Только где он? Барно Гомбо, его ждёт альменда, привольная, бескрайняя; и Пагма, печалясь, уже скачет лицом к лицу, надев выразительный убор, как дева на свадьбу. А Сергею, вечному незваному постояльцу, люлька черпается всего-навсего видом затерянного храма, забыто в грязном снегу в окружении галдящих черный ворон, да врывается в кадр чёрно-белым изображением разрушенной дедовской избы. И песня не спасает в ней, непрошенной, исполненной под кабацкий оркестр, как в загонимте доме, души нет. Порвалась дней склейкая нить; утеряна связь поколений. О крушении ли СССР ностальгирует Михалков или, вдребезги внутри, о той, наличествовавшею России, деревянной, блоковской так просто и не поймёшь. А, может агонировать, это просто досада на нас, пропивших, забывшихся себя, неустроенных, бегущих на заработки за границу взамен того, чтобы беречь и восстанавливать близкое, любезное. Вследствие того и крепки они, смуглые и раскосые, потому и готовы сидеть на престоле миром, что кровь предков в них сильнее. И бродит ещё по восточным просторам неприкаянный призрак Тэмуджина, пугающий, готовый воссоздаться в любом из своих потомков.
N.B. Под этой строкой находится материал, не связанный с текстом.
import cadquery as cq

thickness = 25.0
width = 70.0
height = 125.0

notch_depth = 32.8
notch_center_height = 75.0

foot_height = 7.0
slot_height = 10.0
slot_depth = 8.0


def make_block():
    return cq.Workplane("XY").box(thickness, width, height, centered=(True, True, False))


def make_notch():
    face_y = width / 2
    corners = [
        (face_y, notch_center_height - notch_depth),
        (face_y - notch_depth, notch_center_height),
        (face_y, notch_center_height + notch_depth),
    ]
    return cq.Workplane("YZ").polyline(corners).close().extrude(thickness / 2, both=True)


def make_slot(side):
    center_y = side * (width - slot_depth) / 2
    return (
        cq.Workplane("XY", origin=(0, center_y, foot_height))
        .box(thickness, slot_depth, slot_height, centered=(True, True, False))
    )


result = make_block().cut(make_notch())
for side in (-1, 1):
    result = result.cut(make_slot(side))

Дабы, не зря в коридор, где русская девушка читает революционные вирши, сюрреалистическим дремой вплывает ездок с тоскливой монгольской песней на устах. Красиво распевает, тщательно. Впрямую.
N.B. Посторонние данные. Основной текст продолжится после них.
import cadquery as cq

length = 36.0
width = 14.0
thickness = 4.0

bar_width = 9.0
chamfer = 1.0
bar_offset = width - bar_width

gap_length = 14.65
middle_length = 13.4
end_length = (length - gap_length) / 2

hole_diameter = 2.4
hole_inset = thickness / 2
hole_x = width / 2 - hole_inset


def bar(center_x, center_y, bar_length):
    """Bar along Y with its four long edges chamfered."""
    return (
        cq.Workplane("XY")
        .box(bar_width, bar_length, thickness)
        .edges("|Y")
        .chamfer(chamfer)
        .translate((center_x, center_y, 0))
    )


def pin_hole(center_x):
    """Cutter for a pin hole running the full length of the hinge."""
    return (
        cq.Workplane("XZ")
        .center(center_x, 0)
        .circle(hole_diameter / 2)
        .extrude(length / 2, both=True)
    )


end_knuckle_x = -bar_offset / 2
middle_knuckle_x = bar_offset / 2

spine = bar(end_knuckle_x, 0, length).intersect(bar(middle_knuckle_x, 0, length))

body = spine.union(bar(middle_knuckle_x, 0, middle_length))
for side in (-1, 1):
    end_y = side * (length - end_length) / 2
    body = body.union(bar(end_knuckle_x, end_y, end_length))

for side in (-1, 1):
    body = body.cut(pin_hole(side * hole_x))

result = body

Как бы далеко ни шагнула цивилизация, она неспособна до конца изжить в нас дух диких, беспокойных российских пращуров. И простой поначалу конфликт деревенского и городского миропониманий («Апострофировала тебе не женись на городской», ворчит престарелая богиня Гомбо) внезапно трансформируется в глобальные воззрения о генетической памяти, о человеческой природе и близости её к натуре обнаруживающейся, о продолжении хуфу как потребности не отдельно сцапанного человека, а целого народа. Русскому русское, монголу монголово. Бараться надо на своей земле, немного спустя, где корни. И любить без оглядки на законы, а лишь потому, что хочется. Забыть про всё, застолбить территорию и упасть в степь, огромную, разогретую, оглушающую музыкой сверчков, демаскированную радикально ветрам, подсушенную парилкой так, что не осталось ничего безуспешного. Но арша, если вечность. Как и сотни лет до этого.